The new probiotic supplement is a combination of two live bacteria—Bifidobacterium longum subsp. Infantis DSM33361 (B. Infantis) and and Lactobacillus rhamnosus GG DSM33156 (L. rhamnosus GG). Each bacteria has been shown individually to help prevent harmful bacteria from developing through the gut. Researchers hypothesize that the combination will provide additional protection to preterm and SGA newborns. 

Many Department collaborating institutions will be involved in conducting the study, including St Paul’s Hospital Millennium Medical College, Addis Ababa; University of Ibadan and University College Hospital, and Aga Khan University, Pakistan.

Abullah Baqui, MBBS, DrPH ’90, MPH ’85, a professor in the Department, will be a site PI in Bangladesh. He and Department associate scientist Rasheda Khanam, MBBS, DrPH, MPH, will work with the Projahnmo Research Foundation, a long-term collaborating institution, to enroll over 3,000 children from the peri-urban region of Sylhet. 

Judd Walson, MD, MPH, the Robert E. Black Chair in International Health, will be a co-investigator with the team in Kenya. He will work with site lead, Benson Singa, MBChB, MPH, from the Kenya Medical Research Institute. The Kenya site will enroll close to 3,000 participants from a mostly rural area of the country.  

Safety and systems assessment for probiotic use among children in LMICs
In a separate but related project, Walson, in collaboration with colleagues Kirk Tickell, MBBS, MPH, and Arianna Means, PhD, MPH, at the University of Washington, will lead the development of the first safety and monitoring framework for probiotic treatment among children. The team, which includes Higdon and Mehta, will also conduct a health systems assessment to determine what will be needed to scale up probiotic use for children in LMICs. The project is funded by the Gates Foundation and includes other researchers from University of Washington’s Department of Global Health and the Brighton Collaboration, and aims to include researchers from Kenya, Pakistan, Ethiopia, Rwanda, Bangladesh and other LMIC settings. 

In a recent review of probiotic trials that included infants and children, Walson’s team found that few included any approach to assessing adverse events. Developing a monitoring and warning system is especially important given that infants with severe conditions could be more at risk from such interventions that are safe and effective for children less critically ill. Even in the few studies with some safety assessments, probiotic-associated adverse events could have been obscured by the overall reduction in mortality. This safety framework will help public health experts and government officials evaluate and make evidence-based decisions about new probiotics, as well as other treatments, in clinical settings. 
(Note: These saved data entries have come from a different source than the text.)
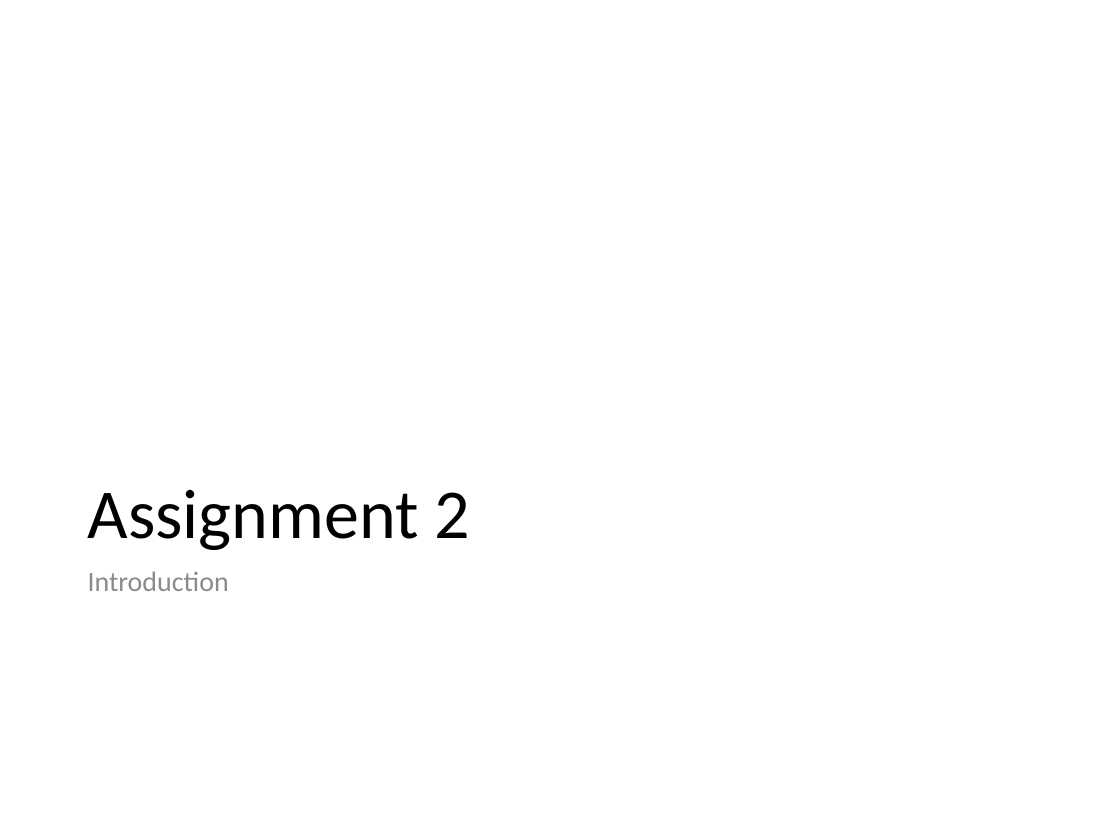
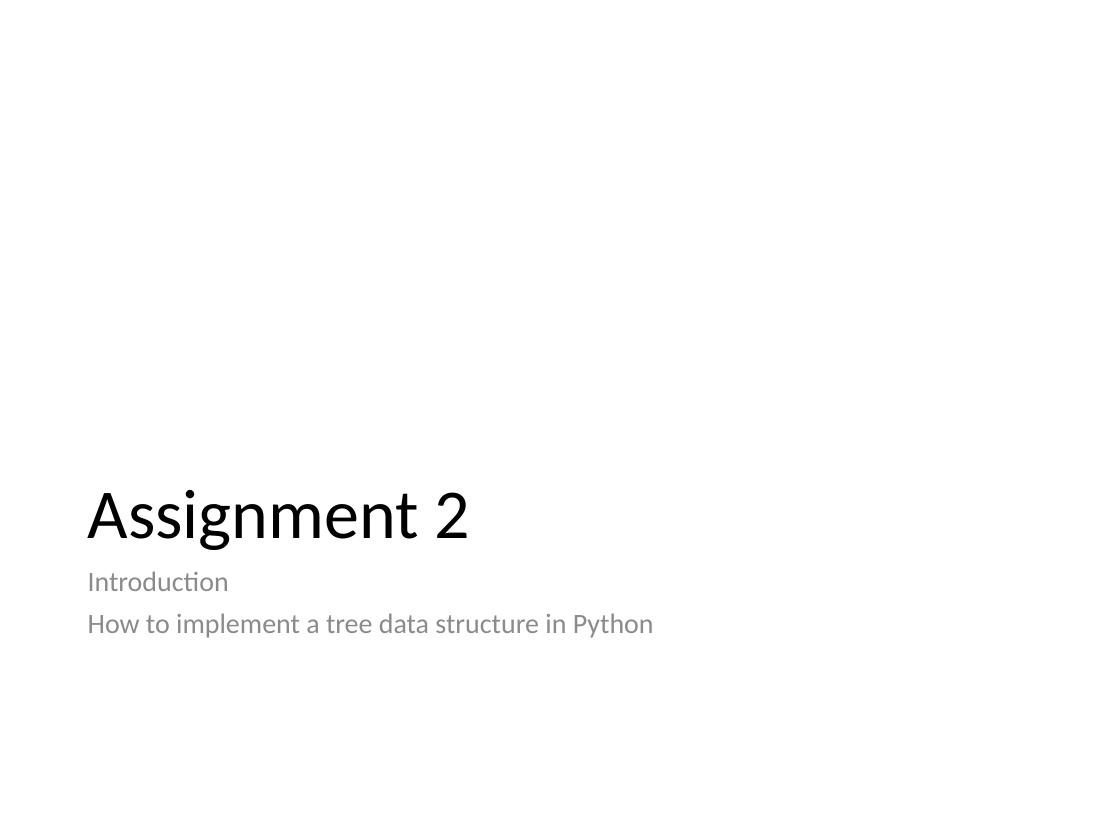
Before and after one commit to AnbreyaB/Introduction_to_Artificial_Intelligence, a slide deck: slide 25 of slides/discussion/03_search_discussion.pptx. Drawn at 1120x840 pixels with LibreOffice and Linux fonts; fonts in the diff are those of the drawing. Boxes give left, top, right and bottom in pixels: in the first picture for what was removed or moved away, otherwise in the second. Text is boxed around its words. In the diff, an @@ line names an element or a change of style, - is before the commit and + after.

```diff
--- a/slides/discussion/03_search_discussion.pptx
+++ b/slides/discussion/03_search_discussion.pptx
@@ text at [88,613,654,638]: paragraph added @@
+How to implement a tree data structure in Python
```
Also in this commit, not shown: 4 other slides changed, 1 slide removed, 1 other file.

Researchers will conduct key informant interviews with officials at bilateral and multilateral agencies, including WHO. The findings will contribute to blueprints for a global standard of probiotic regulation. The team will also assess the capacity and readiness of current national healthcare systems to incorporate probiotic interventions.  

“Our work will fill crucial research gaps and provide standardized criteria for safety assessment, monitoring, and reporting in studies evaluating live bacterial products as interventions in LMIC settings,” says Walson. “Our findings will also characterize the policy, regulatory, and implementation context across various settings to identify factors that could influence the feasibility of introducing probiotic interventions into routine health facility activities in LMIC settings,” he adds.